With the onslaught of copyright infringement lawsuits being filed against OpenAI, Anthropic and other major generative AI providers for training models on proprietary data that is often being regurgitated verbatim back to users, there has been a corresponding surge in commentary on the treatment of AI by, in particular, US and EU copyright law. In this article, I hope to shed some much-needed light on the status of AI training under the copyright law of an often-forgotten part of the ‘rule-of-law world’, Australia. I write from the perspective of a data scientist who also holds an Australian law degree and who works in the legal tech industry.

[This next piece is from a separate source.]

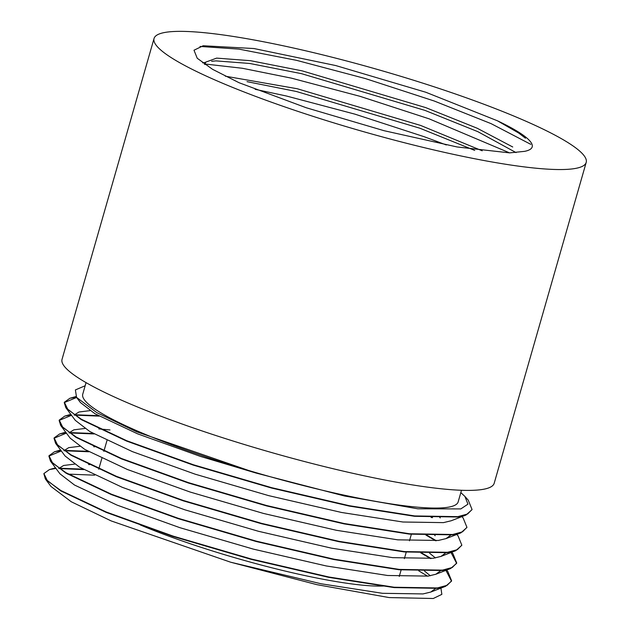 <?xml version="1.0" encoding="UTF-8"?>
<svg xmlns="http://www.w3.org/2000/svg" width="630" height="630" viewBox="0 0 630 630"><rect width="100%" height="100%" fill="white"/><g stroke="black" fill="none" stroke-linecap="round" stroke-linejoin="round"><path stroke-width="0.94" d="M524.648 151.342A168.588 23.869 16 0 0 532.177 146.924A168.588 23.869 16 0 0 497.44 120.795L425.785 92.24L335.719 65.551L253.961 48.534L203.167 45.762L194.001 50.219L197.229 58.259L212.586 69.332L239.022 82.703L306.188 107.73L384.009 130.686L457.128 146.963L509.654 152.877L524.648 151.342M525.507 138.246L518.687 133.032L497.44 120.795M205.026 64.575L205.726 62.134L216.641 58.117L250.582 60.7L302.282 70.891L425.762 107.62L477.154 128.221L512.741 146.995M516.049 152.602L477.855 131.67L424.966 110.392L301.486 73.663L249.787 63.472L215.846 60.882L211.625 61.338M225.312 76.191L297.171 88.72L420.651 125.449L482.233 150.814M474.729 150.412L419.856 128.213L296.376 91.492L247.039 81.656M140.214 524.908A159.225 22.546 16 0 0 188.677 543.194A159.225 22.546 16 0 0 383.505 586.026M460.829 492.589L464.916 496.448L467.948 504.158L460.821 508.914L417.792 508.804L344.539 495.999L256.213 473.091L136.765 431.818L96.792 412.611L76.553 397.365L75.395 389.931L85.16 385.749M86.058 382.63L82.735 394.215A195.284 27.649 16 0 0 201.498 455.435A195.284 27.649 16 0 0 458.167 501.866L461.491 490.282M83.806 469.594L58.858 468.57M43.864 473.728L45.368 478.965L60.779 490.896L106.147 512.371L172.974 536.469L251.126 559.346L328.766 577.363L394.104 587.593L437.252 588.318L445.544 586.333L451.505 581.167L445.536 569.615M430.597 558.605L420.777 552.872M88.917 451.773L63.969 450.741M61.299 450.938L48.912 456.081L50.479 461.144L65.89 473.075L111.258 494.542L178.085 518.64L256.245 541.524L333.876 559.534L399.215 569.772L442.362 570.497L450.655 568.512L456.616 563.346L450.655 551.785M435.708 540.776L425.888 535.043M94.028 433.944L69.079 432.92M66.41 433.109L54.022 438.259L55.59 443.315L71.001 455.246L116.369 476.721L183.196 500.819L261.356 523.695L338.987 541.713L404.326 551.943L447.473 552.667L455.766 550.683L461.774 545.336M431.731 517.624L430.999 517.222M99.138 416.123L74.19 415.091M71.521 415.288L59.133 420.438L60.7 425.494L76.112 437.425L121.48 458.892L188.307 482.99L266.466 505.874L344.098 523.884L409.437 534.122L452.584 534.846L460.877 532.862L466.885 527.515M76.632 397.459L64.252 402.609L65.811 407.665L81.223 419.596L126.591 441.071L193.418 465.168L271.577 488.045L349.209 506.063L414.548 516.293L457.695 517.017L465.987 515.033L471.996 509.686M464.916 496.448L468.248 500.157L472.051 509.505L467.633 513.993L457.797 516.655L414.65 515.931L349.311 505.701L271.68 487.683L193.528 464.806L126.701 440.709L81.325 419.233L67.898 409.547L64.355 402.247L69.875 398.278L76.388 397.136M461.388 516.033L463.137 517.978L466.94 527.326L462.53 531.822L452.687 534.484L409.539 533.76L344.2 523.522L266.569 505.512L188.409 482.627L121.59 458.53L76.214 437.062L62.787 427.368L59.244 420.076L64.764 416.099L71.269 414.957M74.308 414.729L98.319 415.666M431.834 517.261L432.55 517.663M456.277 533.854L458.026 535.807L461.829 545.155L457.411 549.644L447.576 552.305L404.428 551.581L339.09 541.351L261.458 523.333L183.298 500.456L116.479 476.359L71.103 454.884L57.676 445.197L54.133 437.897L59.653 433.928L66.158 432.786M69.198 432.558L93.209 433.487M426.723 535.091L436.291 540.713M451.167 551.683L452.915 553.628L456.719 562.984L452.301 567.472L442.465 570.134L399.318 569.41L333.979 559.172L256.347 541.162L178.188 518.277L111.36 494.18L65.992 472.713L52.566 463.019L49.014 455.726L54.542 451.749L61.047 450.608M64.087 450.379L88.098 451.316M421.612 552.912L431.18 558.542M446.056 569.504L447.804 571.457L451.608 580.805L447.19 585.294L437.354 587.955L394.207 587.231L328.868 577.001L251.236 558.983L173.077 536.106L106.249 512.009L60.882 490.534L47.455 480.848L43.911 473.547L49.431 469.578L55.936 468.437M58.976 468.208L82.987 469.137M418.761 570.843L427.613 576.174M440.803 587.357L441.858 594.358L433.275 598.5L389.12 597.571L316.843 584.648L230.651 562.212L111.211 520.939L71.229 501.74L50.998 486.486L45.368 478.965M67.63 474.091L94.634 475.17M154.043 38.493L62.039 359.344A224.784 31.831 16 0 0 198.749 429.81A224.784 31.831 16 0 0 494.196 483.257L586.199 162.414A224.784 31.831 16 0 0 378.89 69.859A224.784 31.831 16 0 0 154.043 38.493A224.784 31.831 16 0 0 290.753 108.959A224.784 31.831 16 0 0 586.199 162.414M256.213 473.091L200.332 456.38L137.56 433.818L94.933 413.721L80.419 402.531L76.553 397.365M465.987 515.033L451.214 520.758L443.473 522.624L402.932 522.01L341.555 512.473L268.632 495.621L195.221 474.201L132.45 451.647L89.822 431.55L75.309 420.352L65.811 407.665M74.12 415.044L78.978 411.996L89.995 410.642M439.795 517.529L440.299 517.899M451.363 534.657L446.103 538.587L438.362 540.453L397.821 539.839L336.444 530.295L263.521 513.45L190.11 492.03L127.339 469.468L84.711 449.371L70.198 438.181L60.7 425.494M69.009 432.873L73.867 429.825L84.885 428.471M98.823 428.888L109.998 429.959M434.684 535.358L435.188 535.728M446.253 552.486L440.992 556.408L433.251 558.274L392.71 557.66L331.333 548.124L258.41 531.271L184.999 509.851L122.228 487.297L79.6 467.2L65.087 456.002L55.59 443.315M63.898 450.694L68.757 447.647L79.774 446.292M93.712 446.717L94.728 446.788M429.573 553.179L435.417 557.92M441.142 570.308L435.881 574.237L428.14 576.103L387.6 575.489L326.222 565.945L253.299 549.1L179.889 527.68L117.117 505.118L74.49 485.021L59.976 473.831L50.479 461.144M58.787 468.515L63.646 465.476L74.655 464.113M88.602 464.538L89.617 464.617M424.462 571.008L430.306 575.749M436.031 588.136L430.762 592.058L423.029 593.925L382.489 593.31L321.111 583.774L230.651 562.212M200.025 46.439L238.943 49.116L296.588 60.346L365.187 78.506L434.243 101.013L491.14 123.661L530.791 144.349M204.277 64.055L205.167 64.079M205.86 64.103L242.424 68.276L291.477 78.167L360.077 96.335L429.132 118.834L509.576 152.869M255.15 89.318L286.366 95.996L354.958 114.156L424.022 136.663L446.316 144.955M399.262 576.458L401.231 569.599M404.373 558.637L406.342 551.77M409.492 540.808L411.453 533.949M98.737 469.224L101.855 458.356M103.848 451.403L106.966 440.535M446.103 538.587L460.877 532.862M440.992 556.408L455.766 550.683M435.881 574.237L450.655 568.512M430.762 592.058L445.544 586.333M69.875 398.278L75.962 396.522M64.764 416.099L70.82 414.351M59.653 433.928L65.709 432.18M54.542 451.749L60.598 450.001M49.431 469.578L55.487 467.83M205.671 62.331L202.592 62.842"/></g></svg>

There are two key issues that Australian copyright law raises for training AI. The first pertains to the procurement of copyrighted training data. The second concerns whether the very act of training AI on copyrighted data (as distinct from procuring data for that purpose) constitutes copyright infringement.
In brief, I find that Australian copyright law is not fit for purpose when it comes to both the procurement of copyrighted training data and the training of AI on copyrighted data. At least not if we want to see Australians training their own foundational models and Australian businesses disrupting Silicon Valley’s stronghold on AI innovation. While finding a solution to the problem is beyond the scope of this article, I urge policymakers to quickly adopt a new model for ensuring creators are adequately compensated while also enabling rather than stifling innovation, lest our burgeoning AI industry falls irreparably behind our international counterparts.